C’est l’histoire de Millie. L’histoire d’une attente. Millie vit sa petite vie de souris. Elle cuisine, lit et écrit, sur son ordinateur. Elle observe et elle raconte : le merle, le lapin, la fougère, la chouette, la rivière. Elle fait des conserves, mais pas de fruits.
Peu à peu, on comprend que Millie est dans l’attente de son amoureux, mais aussi, mais surtout d’un heureux événement. Combien seront-ils, tous ces souriceaux à naître ? Comment seront-ils ? Que deviendront-ils ? Quelle vie s’ouvre à eux ? Que leur réserve le vaste monde ? Comment les en protéger — mais surtout pas trop…
Il y a le dedans et le dehors, le chaud et le froid, il y a le connu et l’inconnu, le proche et l’illimité. Et puis l’enfance, qui déboule et chamboule tout. Il y a une envie que l’imaginaire chemine tout à côté du réel, que hier et aujourd’hui se blottissent dans le même creux d’arbre. Et aussi un désir de travailler particulièrement la langue, de m’offrir des libertés… C’est Pierre-Emmanuel Lyet qui a si délicatement illustré cette histoire parue en octobre dernier à La Joie de lire : ses tonalités, l’expressivité des personnages, ses atmosphères, ce sont des merveilles.

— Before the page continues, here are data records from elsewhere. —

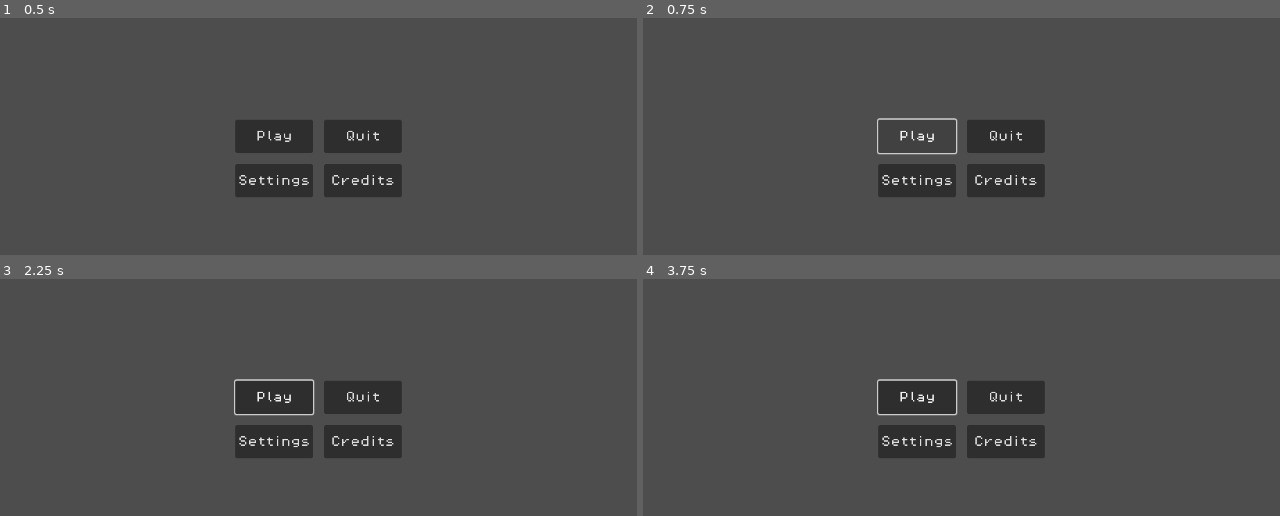
Above: before the commit, frames 1-4 (two rows, left to right).
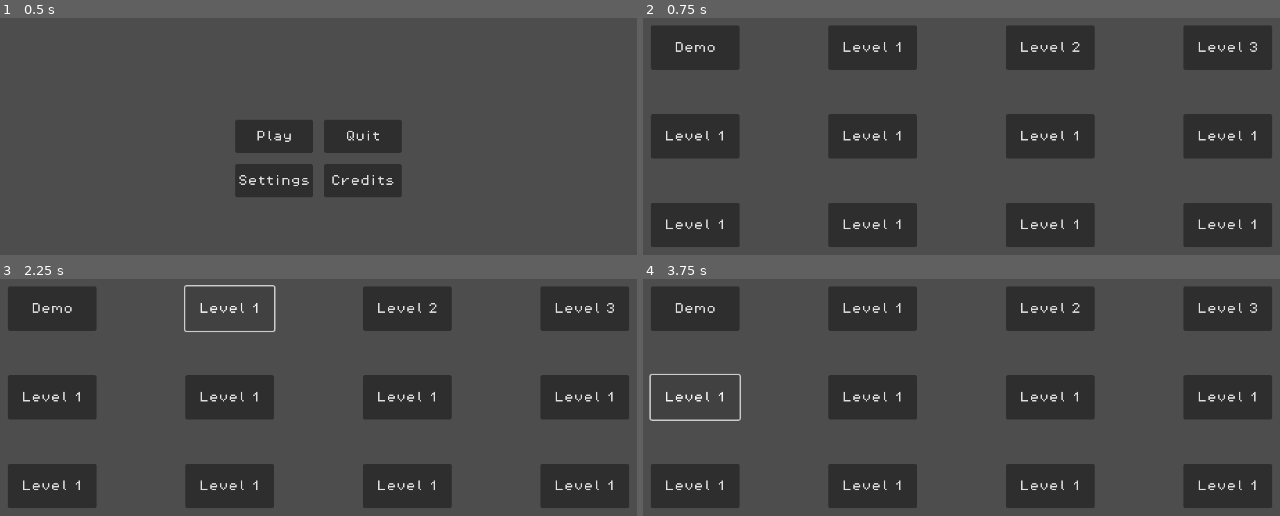
Above: after the commit, the same moments.

Repository: Bwgga/Overleaf
Game: Godot game, scene res://scenes/main_page.tscn
Two runs of this game, one before a commit and one after it. Both use one fixed random seed, a clock stepped at 60 frames per second and the inputs below.
Inputs (mouse positions are in pixels of both pictures, inside the frame that each line leads up to):
- Up to frame 1 (0.5 s): no input
- Up to frame 2 (0.75 s): click "Play" at 0.5 s
- Up to frame 3 (2.25 s): click (273, 397) at 1.25 s, where only the run before the commit has a clickable "Play"; click (229, 309) at 2 s, where only the run after the commit has a clickable "Level 1"
- Up to frame 4 (3.75 s): click (872, 309) at 2.75 s, where only the run after the commit has a clickable "Level 1"; click (693, 397) at 3.5 s, where only the run after the commit has a clickable "Level 1"

Frame 1 is identical in both runs. In frame 2, 33% of the frame differs, in the area x 1-99%, y 3-97%; in frame 3, 32%; in frame 4, 32%.

Commit message:
play button code

Diff:
--- a/scenes/main_page.tscn
+++ b/scenes/main_page.tscn
@@ -41,4 +41,5 @@
 text = "Credits
 "
 
+[connection signal="pressed" from="Play" to="." method="_on_play_pressed"]
 [connection signal="pressed" from="Quit" to="." method="_on_quit_pressed"]
--- a/scripts/main_page.gd
+++ b/scripts/main_page.gd
@@ -2,7 +2,8 @@
 
 
 # Play button
-
+func _on_play_pressed():
+	get_tree().change_scene_to_file("res://scenes/levels_page.tscn")
 
 # Quit button
 func _on_quit_pressed():

Comment naissent vos histoires en général et celle-ci en particulier ?
Je crois qu’il n’y a jamais de généralité. Mes histoires naissent d’un mot, d’une phrase, d’une chose vue ou imaginée derrière une fenêtre, elles naissent d’une envie, d’un souvenir, d’une discussion, d’une silhouette, d’un manque… À chaque fois il doit s’agir d’une évidence. Sinon il n’y a pas d’histoire. Je crois que C’était un matin est né de sa première phrase. Ça m’était déjà arrivé pour Il faut le dire aux abeilles. Une phrase s’immisce, s’impose, elle me dit en quelque sorte « tu ne vas pas pouvoir faire sans moi », puis elle tire derrière elle d’autres mots, elle tire derrière elle le sens lui-même, c’est comme s’il naissait du cocon des mots qu’on déroule peu à peu. Et moi je me laisse porter par ça, j’entre dans le jeu avec bonheur, avec attention, avec assiduité. Je dois me montrer à la hauteur !
Qui sont vos premier·ères lecteur·rices ?
Ce sont souvent mes éditrices, parfois je demande à une ou un de mes proches, mais je crois plus en leur gentillesse qu’en leur objectivité. Et puis, surtout, c’est moi. Je me lis mes textes à voix haute (mais pas trop), c’est important, pour le rythme, la mélodie.
Vous avez longtemps chroniqué des livres pour un grand quotidien et donc lu énormément d’albums. Est-ce que lire autant d’albums jeunesse a influencé votre écriture et si oui de quelle façon ?
Toutes ces lectures m’ont nourrie, c’est une évidence. Mais au même titre que tant d’autres choses. Je dirais surtout que j’ai remarqué que l’image est si importante, dans les albums — parfois elle prend toute la place, toute l’attention — que j’ai eu envie, comme toujours mais peut-être un peu plus spécialement pour ce livre, de travailler la langue, de raconter aux enfants, en plus de l’histoire elle-même, qu’on peut jouer avec les mots, les lancer en l’air et regarder comment ils retombent, qu’on peut arrêter des phrases en plein milieu et ne rien perdre du sens, qu’on peut déguiser des adverbes en adjectifs, des adjectifs en noms. Les enfants reconnaîtront toujours une girafe, même si elle est verte, même si ses taches sont carrées, même si elle joue de la guitare. Alors si mes phrases jouent parfois un peu de guitare, ça ne leur pose pas de problème non plus.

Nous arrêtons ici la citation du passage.